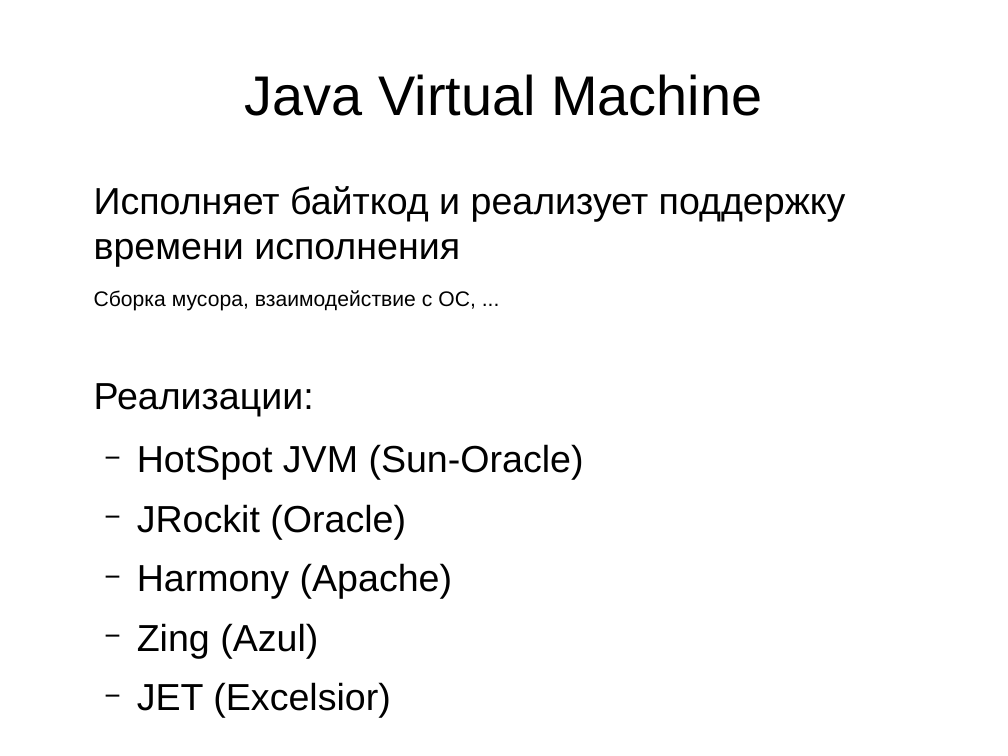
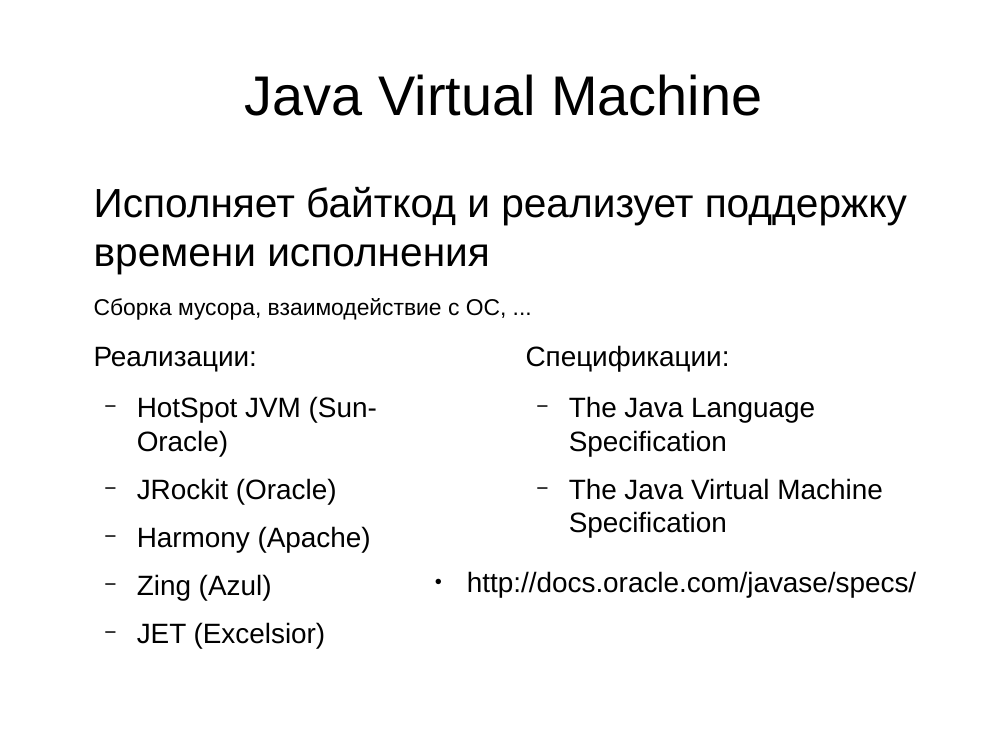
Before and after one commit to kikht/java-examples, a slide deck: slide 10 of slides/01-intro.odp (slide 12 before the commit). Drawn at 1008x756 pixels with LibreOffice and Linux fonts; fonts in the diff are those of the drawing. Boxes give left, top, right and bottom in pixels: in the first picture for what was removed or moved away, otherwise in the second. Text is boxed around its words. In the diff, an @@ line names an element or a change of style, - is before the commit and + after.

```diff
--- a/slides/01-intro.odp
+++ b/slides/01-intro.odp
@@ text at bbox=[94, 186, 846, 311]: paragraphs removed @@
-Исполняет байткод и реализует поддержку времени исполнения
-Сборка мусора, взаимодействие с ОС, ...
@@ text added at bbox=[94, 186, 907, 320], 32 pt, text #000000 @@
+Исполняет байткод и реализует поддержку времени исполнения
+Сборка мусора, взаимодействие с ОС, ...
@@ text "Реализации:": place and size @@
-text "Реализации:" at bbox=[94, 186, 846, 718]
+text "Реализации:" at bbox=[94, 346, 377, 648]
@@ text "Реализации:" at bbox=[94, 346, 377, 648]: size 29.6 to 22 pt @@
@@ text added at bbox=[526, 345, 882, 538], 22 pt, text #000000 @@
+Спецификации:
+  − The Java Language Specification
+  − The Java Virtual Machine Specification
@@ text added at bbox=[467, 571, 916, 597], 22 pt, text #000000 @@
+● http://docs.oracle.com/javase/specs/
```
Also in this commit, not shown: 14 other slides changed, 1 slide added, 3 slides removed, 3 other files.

****************************************

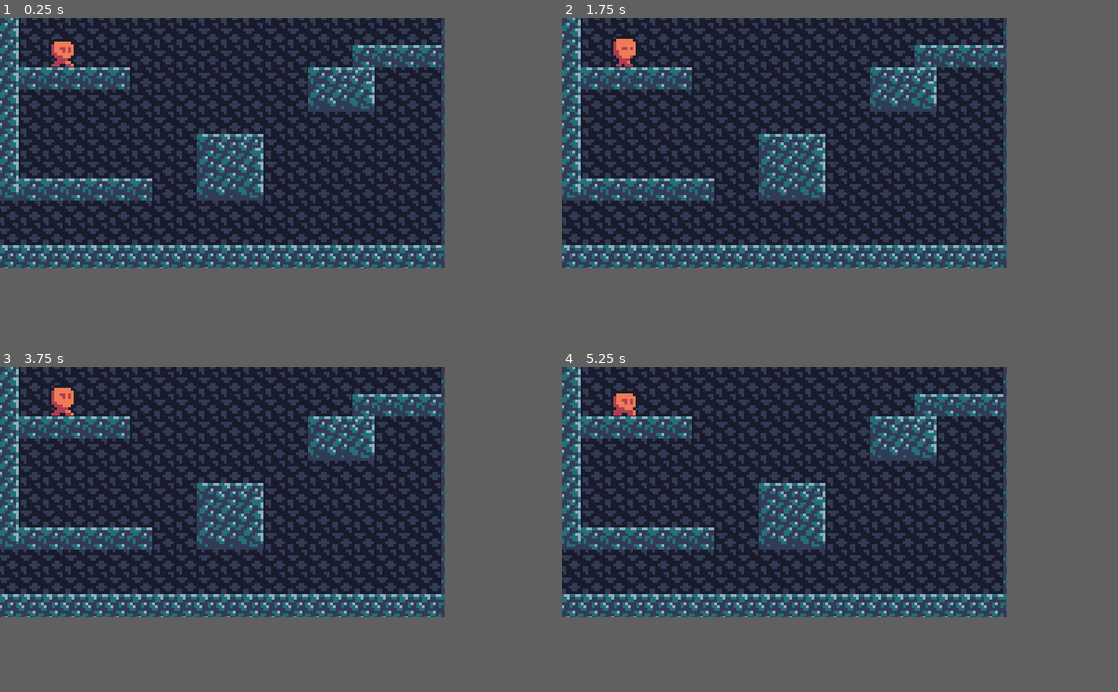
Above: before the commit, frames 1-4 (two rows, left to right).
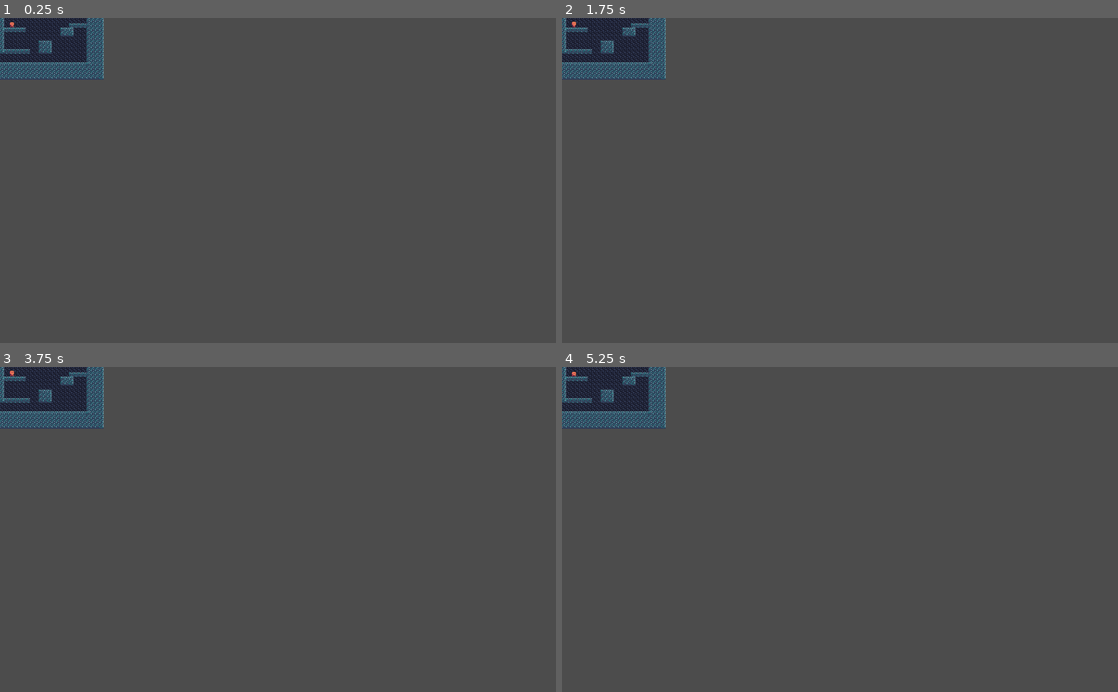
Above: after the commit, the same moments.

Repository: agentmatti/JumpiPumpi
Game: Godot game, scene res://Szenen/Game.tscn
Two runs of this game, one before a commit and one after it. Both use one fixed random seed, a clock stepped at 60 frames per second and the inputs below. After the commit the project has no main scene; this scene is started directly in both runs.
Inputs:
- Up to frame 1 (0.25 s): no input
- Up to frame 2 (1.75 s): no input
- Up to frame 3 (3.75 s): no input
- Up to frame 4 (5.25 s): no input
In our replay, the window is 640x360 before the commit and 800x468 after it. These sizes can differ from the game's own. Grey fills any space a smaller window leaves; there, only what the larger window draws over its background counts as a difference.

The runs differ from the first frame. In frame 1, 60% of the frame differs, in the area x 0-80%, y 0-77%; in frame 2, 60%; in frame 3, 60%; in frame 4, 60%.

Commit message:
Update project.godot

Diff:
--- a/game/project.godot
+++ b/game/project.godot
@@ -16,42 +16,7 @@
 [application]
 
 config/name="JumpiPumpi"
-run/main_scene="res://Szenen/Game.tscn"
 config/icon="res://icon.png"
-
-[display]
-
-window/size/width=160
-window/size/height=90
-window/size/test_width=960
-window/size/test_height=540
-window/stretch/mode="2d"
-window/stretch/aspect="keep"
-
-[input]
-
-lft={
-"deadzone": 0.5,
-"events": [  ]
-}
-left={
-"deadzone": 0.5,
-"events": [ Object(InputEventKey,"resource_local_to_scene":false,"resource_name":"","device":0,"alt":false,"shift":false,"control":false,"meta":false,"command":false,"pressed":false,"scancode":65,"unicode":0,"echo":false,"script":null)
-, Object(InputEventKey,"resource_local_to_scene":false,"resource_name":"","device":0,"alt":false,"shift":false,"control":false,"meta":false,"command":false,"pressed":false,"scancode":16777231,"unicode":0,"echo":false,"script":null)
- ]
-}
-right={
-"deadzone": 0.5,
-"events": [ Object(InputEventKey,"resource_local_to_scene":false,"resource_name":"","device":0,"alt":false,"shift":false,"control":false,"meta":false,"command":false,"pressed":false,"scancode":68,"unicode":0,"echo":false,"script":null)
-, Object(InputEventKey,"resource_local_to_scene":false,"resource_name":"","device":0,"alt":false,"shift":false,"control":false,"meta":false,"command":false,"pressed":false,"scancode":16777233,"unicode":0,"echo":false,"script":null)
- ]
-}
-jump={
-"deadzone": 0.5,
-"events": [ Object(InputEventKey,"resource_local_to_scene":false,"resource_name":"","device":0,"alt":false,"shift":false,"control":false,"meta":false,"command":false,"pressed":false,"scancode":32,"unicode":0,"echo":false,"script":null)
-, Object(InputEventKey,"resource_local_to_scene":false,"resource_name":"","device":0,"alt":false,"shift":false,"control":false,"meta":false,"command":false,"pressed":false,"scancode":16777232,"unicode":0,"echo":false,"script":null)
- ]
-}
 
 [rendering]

****************************************

- WHAT YOU SHOULD DO
Above are some records. Output exactly the lines from the one that contains "Above: before the" to the one that contains "- Up to frame 1 (0.25 s): no input", keeping both, and omit the pictures.

- COMPLETED TASK
Above: before the commit, frames 1-4 (two rows, left to right).
Above: after the commit, the same moments.

Repository: agentmatti/JumpiPumpi
Game: Godot game, scene res://Szenen/Game.tscn
Two runs of this game, one before a commit and one after it. Both use one fixed random seed, a clock stepped at 60 frames per second and the inputs below. After the commit the project has no main scene; this scene is started directly in both runs.
Inputs:
- Up to frame 1 (0.25 s): no input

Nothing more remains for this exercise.